To do = When you repeat the material, keep each line exact and omit the pictures.

-*-

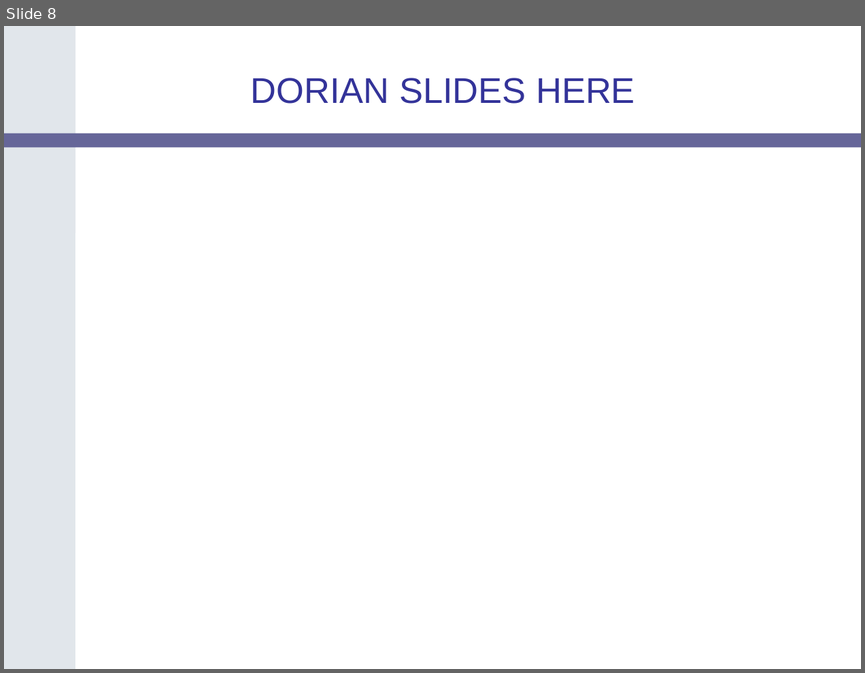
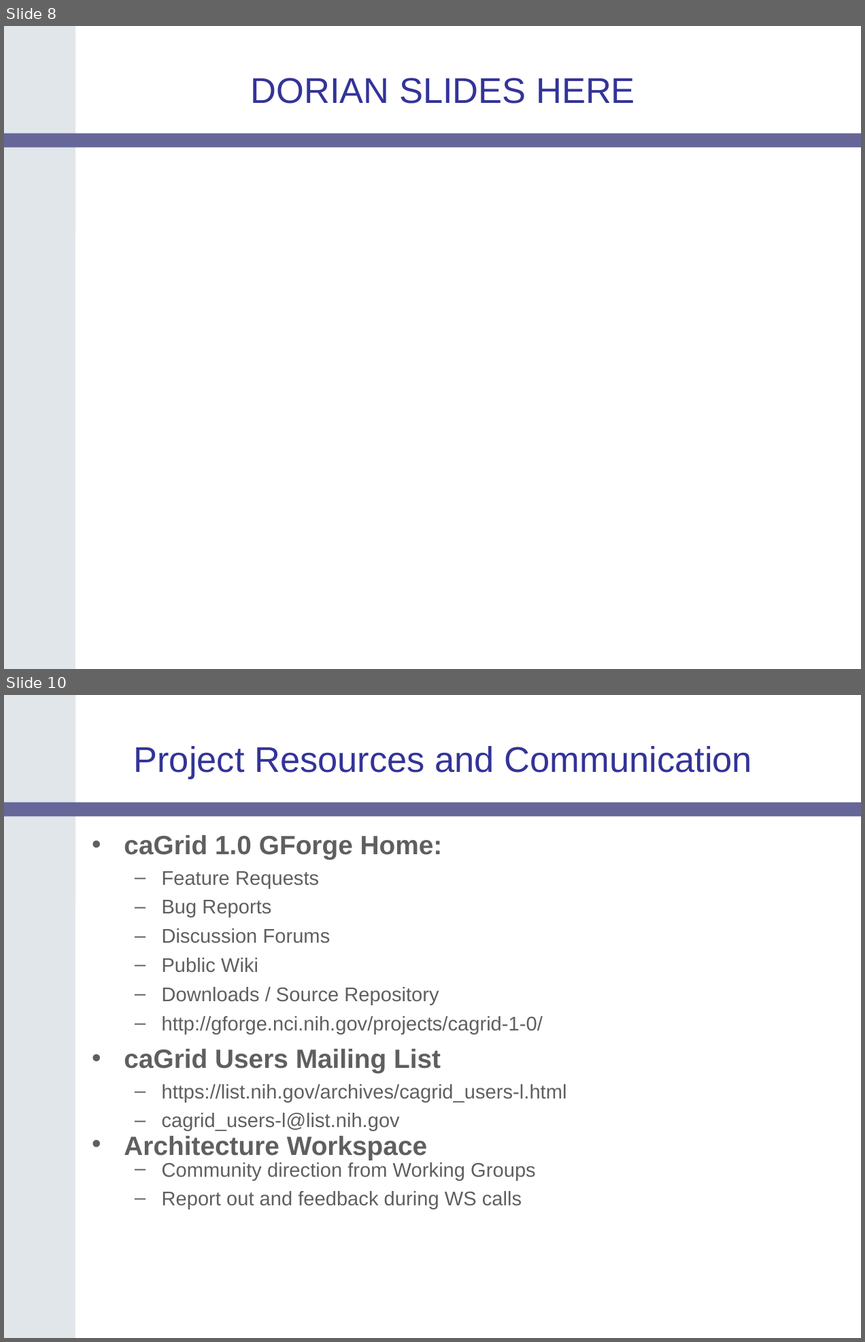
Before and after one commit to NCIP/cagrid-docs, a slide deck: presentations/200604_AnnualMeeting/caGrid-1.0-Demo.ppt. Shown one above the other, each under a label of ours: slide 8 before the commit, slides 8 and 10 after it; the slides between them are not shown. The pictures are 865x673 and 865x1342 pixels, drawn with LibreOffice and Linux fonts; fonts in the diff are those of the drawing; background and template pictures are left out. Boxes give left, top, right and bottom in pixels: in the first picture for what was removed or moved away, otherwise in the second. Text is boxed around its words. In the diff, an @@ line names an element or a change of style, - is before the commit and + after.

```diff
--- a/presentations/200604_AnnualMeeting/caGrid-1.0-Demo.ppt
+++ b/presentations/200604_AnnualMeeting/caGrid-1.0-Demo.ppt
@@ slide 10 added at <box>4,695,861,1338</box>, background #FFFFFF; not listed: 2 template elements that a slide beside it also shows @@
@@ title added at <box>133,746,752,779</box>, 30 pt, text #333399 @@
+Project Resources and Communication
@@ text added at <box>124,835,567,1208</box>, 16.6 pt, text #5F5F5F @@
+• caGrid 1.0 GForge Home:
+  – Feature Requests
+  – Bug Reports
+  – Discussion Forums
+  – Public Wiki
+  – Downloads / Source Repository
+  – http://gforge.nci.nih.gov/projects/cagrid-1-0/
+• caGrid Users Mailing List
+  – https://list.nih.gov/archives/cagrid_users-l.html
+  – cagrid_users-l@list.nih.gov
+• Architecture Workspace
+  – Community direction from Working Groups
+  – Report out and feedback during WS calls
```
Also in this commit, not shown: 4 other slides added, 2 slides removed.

-*-

Your response =
Before and after one commit to NCIP/cagrid-docs, a slide deck: presentations/200604_AnnualMeeting/caGrid-1.0-Demo.ppt. Shown one above the other, each under a label of ours: slide 8 before the commit, slides 8 and 10 after it; the slides between them are not shown. The pictures are 865x673 and 865x1342 pixels, drawn with LibreOffice and Linux fonts; fonts in the diff are those of the drawing; background and template pictures are left out. Boxes give left, top, right and bottom in pixels: in the first picture for what was removed or moved away, otherwise in the second. Text is boxed around its words. In the diff, an @@ line names an element or a change of style, - is before the commit and + after.

```diff
--- a/presentations/200604_AnnualMeeting/caGrid-1.0-Demo.ppt
+++ b/presentations/200604_AnnualMeeting/caGrid-1.0-Demo.ppt
@@ slide 10 added at <box>4,695,861,1338</box>, background #FFFFFF; not listed: 2 template elements that a slide beside it also shows @@
@@ title added at <box>133,746,752,779</box>, 30 pt, text #333399 @@
+Project Resources and Communication
@@ text added at <box>124,835,567,1208</box>, 16.6 pt, text #5F5F5F @@
+• caGrid 1.0 GForge Home:
+  – Feature Requests
+  – Bug Reports
+  – Discussion Forums
+  – Public Wiki
+  – Downloads / Source Repository
+  – http://gforge.nci.nih.gov/projects/cagrid-1-0/
+• caGrid Users Mailing List
+  – https://list.nih.gov/archives/cagrid_users-l.html
+  – cagrid_users-l@list.nih.gov
+• Architecture Workspace
+  – Community direction from Working Groups
+  – Report out and feedback during WS calls
```
Also in this commit, not shown: 4 other slides added, 2 slides removed.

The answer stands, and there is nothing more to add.